Assigned task: Using the material below, work out how many lines contain "tscn". Only the number is wanted.

Information given:
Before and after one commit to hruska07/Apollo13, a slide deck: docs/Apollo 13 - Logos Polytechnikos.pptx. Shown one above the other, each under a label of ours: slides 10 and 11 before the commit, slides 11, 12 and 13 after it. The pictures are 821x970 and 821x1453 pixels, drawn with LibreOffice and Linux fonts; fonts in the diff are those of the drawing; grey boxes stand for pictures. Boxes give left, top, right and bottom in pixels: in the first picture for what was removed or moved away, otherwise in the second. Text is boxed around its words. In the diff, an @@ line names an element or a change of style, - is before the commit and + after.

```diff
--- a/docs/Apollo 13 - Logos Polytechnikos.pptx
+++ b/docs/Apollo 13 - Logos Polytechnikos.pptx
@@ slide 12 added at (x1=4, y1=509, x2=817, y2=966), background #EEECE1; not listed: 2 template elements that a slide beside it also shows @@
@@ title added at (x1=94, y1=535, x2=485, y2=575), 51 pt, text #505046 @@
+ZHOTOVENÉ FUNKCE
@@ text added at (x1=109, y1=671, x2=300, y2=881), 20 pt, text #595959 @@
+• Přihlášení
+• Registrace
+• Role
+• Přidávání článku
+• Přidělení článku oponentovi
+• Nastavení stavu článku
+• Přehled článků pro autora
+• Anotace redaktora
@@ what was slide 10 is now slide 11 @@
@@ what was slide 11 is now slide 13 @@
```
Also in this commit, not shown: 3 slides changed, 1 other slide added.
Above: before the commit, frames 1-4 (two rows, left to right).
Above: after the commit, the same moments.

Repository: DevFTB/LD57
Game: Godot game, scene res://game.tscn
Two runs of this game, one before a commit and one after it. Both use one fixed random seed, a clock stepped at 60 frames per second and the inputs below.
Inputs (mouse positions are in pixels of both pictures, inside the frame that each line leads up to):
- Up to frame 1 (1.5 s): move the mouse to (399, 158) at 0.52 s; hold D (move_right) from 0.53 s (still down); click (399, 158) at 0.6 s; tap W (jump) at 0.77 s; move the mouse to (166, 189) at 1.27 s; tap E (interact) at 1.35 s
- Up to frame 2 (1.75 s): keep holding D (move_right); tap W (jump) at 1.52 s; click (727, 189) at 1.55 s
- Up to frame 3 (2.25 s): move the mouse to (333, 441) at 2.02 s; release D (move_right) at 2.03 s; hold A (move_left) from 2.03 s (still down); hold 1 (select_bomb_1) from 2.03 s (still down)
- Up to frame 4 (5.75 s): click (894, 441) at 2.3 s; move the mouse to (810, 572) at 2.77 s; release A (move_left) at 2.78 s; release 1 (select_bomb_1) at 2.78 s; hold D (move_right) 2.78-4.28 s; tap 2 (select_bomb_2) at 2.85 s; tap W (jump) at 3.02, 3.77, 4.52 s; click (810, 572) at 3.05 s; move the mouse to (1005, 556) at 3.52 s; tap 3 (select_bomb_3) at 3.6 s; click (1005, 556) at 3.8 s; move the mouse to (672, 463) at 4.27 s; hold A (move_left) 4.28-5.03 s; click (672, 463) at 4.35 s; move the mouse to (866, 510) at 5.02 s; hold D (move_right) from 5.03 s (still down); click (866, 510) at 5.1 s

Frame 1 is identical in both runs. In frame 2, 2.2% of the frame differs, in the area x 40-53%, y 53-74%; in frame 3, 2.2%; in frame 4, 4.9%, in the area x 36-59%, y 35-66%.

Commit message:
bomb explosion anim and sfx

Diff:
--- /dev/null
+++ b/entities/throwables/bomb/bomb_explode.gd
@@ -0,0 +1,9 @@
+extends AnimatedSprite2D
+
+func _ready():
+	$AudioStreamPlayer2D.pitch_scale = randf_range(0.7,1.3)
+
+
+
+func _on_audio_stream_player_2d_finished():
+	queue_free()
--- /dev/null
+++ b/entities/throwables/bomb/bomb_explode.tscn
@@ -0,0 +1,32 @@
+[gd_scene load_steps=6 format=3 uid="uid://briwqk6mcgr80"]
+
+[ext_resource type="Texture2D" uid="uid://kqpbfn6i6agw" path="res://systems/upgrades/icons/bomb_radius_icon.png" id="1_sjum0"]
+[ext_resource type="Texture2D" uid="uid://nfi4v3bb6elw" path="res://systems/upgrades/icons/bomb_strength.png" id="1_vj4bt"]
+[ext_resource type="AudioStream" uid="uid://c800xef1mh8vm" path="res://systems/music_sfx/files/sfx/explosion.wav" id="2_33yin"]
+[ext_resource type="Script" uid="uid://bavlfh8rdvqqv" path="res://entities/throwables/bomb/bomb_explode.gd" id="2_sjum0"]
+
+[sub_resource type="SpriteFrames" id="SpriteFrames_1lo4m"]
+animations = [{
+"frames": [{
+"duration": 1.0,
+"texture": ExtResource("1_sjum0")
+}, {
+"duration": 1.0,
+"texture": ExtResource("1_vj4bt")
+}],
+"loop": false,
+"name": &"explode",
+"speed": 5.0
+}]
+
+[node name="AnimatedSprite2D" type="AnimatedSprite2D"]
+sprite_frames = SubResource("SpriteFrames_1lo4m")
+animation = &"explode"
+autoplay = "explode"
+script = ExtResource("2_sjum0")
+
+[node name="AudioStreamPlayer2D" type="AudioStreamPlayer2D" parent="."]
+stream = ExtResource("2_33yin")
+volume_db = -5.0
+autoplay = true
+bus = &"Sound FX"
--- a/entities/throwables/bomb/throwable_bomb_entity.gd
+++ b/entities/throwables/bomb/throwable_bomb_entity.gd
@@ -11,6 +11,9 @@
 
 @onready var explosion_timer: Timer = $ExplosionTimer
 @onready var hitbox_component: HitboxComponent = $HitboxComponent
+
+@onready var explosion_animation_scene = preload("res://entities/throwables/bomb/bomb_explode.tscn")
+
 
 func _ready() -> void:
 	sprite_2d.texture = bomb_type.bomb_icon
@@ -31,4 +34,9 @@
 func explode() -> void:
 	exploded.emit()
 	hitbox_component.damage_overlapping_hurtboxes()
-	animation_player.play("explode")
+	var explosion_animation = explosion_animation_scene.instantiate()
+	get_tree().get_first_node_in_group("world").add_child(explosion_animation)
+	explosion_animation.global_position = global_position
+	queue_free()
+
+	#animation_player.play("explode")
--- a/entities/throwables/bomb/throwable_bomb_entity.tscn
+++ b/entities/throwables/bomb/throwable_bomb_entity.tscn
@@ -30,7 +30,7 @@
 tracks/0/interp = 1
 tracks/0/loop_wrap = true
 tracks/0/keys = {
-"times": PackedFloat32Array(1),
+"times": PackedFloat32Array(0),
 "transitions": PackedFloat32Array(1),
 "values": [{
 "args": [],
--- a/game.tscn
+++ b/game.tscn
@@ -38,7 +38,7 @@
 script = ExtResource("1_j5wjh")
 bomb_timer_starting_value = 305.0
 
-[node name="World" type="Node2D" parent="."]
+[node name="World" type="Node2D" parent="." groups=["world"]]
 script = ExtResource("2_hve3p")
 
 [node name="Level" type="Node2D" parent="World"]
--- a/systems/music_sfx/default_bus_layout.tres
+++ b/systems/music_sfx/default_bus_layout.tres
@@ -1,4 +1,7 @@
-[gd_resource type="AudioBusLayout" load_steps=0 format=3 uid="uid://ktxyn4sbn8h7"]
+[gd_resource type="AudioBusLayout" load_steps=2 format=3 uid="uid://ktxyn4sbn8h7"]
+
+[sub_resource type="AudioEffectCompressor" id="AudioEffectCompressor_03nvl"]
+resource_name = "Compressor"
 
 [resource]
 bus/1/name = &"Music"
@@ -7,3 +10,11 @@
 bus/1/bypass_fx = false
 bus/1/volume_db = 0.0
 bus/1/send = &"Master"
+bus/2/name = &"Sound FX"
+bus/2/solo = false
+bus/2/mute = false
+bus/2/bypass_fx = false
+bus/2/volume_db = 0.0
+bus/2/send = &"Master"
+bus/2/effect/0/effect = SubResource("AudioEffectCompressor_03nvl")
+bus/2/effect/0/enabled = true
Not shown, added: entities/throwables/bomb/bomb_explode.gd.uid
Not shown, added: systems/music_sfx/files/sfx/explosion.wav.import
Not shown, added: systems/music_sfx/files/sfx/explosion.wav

Written answer: 7